If you are writing your own search form, it is best to ensure that the query will be sent as UTF-8. By default, web browsers will send the form parameters with the same encoding as the page the form is on (and the default encoding for HTML pages is ISO-8859-1). You can override this by adding the parameter accept-charset="UTF-8" to the <form> tag of your search form (and it's safe to do this even in a page which is explicitly UTF-8).
If the form parameters get sent as ISO-8859-1, there are several issues:
The first is that characters which aren't representable in ISO-8859-1 get sent as numeric HTML entities, such as 文. But there's no way to distinguish these from the same text literally entered into the form by the user.
The second is that Omega can't simply re-encode the form data as the encoding used isn't specified in the form submission (whether that is by GET or POST).
If Xapian is asked to parse a query string which isn't valid UTF-8, it will fall-back to handling it as ISO-8859-1, which will usually do the right thing for queries which are representable in ISO-8859-1. However, things like boolean filters in B parameters will be used as-is, so any which contain non-ASCII characters won't work properly.
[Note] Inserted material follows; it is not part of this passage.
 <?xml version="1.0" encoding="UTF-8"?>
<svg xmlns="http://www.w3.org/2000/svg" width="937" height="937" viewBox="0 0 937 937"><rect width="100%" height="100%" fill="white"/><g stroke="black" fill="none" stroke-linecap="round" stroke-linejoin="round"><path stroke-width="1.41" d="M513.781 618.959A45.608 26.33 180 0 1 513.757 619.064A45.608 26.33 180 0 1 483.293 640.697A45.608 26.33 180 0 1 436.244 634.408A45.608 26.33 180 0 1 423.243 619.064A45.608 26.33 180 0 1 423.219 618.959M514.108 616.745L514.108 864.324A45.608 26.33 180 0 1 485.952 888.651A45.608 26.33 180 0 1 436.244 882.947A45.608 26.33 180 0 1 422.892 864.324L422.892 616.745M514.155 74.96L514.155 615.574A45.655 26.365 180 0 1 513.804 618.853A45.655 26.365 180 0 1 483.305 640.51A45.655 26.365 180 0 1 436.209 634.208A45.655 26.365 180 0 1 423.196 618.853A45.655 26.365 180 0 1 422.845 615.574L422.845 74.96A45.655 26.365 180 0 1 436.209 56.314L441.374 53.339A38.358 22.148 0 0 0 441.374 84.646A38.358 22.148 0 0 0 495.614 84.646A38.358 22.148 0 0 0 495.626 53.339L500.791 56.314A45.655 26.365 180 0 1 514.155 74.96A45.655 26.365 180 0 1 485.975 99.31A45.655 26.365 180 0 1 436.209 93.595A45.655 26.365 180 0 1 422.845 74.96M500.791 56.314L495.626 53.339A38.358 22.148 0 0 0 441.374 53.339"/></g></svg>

When using omindex to index, this should automatically be the case - omindex converts text extracted from documents to UTF-8 if it isn't already in this encoding. There's built-in code to handle the following: ISO-8859-1, ISO-8859-15, WINDOWS-1252, CP-1252, UTF-16, UCS-2, UTF-16BE, UCS-2BE, UTF-16LE, UCS-2LE. And if built with iconv, many other encodings can be handled.
For plain text, omindex looks for a Byte Order Mark (BOM) to recognise UTF-8, UTF-16BE, UTF-16LE, UTF-32BE and UTF-32LE. Otherwise files are assumed to be UTF-8, or ISO-8859-1 if they contain byte sequences which aren't valid UTF-8.
When omindex builds URLs, it percent-encodes bytes according to RFC-3986. On modern systems, filenames are usually encoded in UTF-8, and the bytes which make up multi-byte UTF-8 sequences will get encoded. In Omega 1.2.21 or 1.3.3 and later, the OmegaScript $prettyurl command will reverse this encoding for valid UTF-8 sequences, and so filenames should be shown with only the bare minimum of characters escaped.
However, if your filenames aren't encoded in UTF-8, $prettyurl will leave alone percent-encoded bytes for non-ASCII characters (it is possible it could find a valid UTF-8 sequence in other data and so show the wrong character, but this is unlikely in real-world data). Everything should still work at least.
When using scriptindex, you should ensure that text you feed to scriptindex is UTF-8.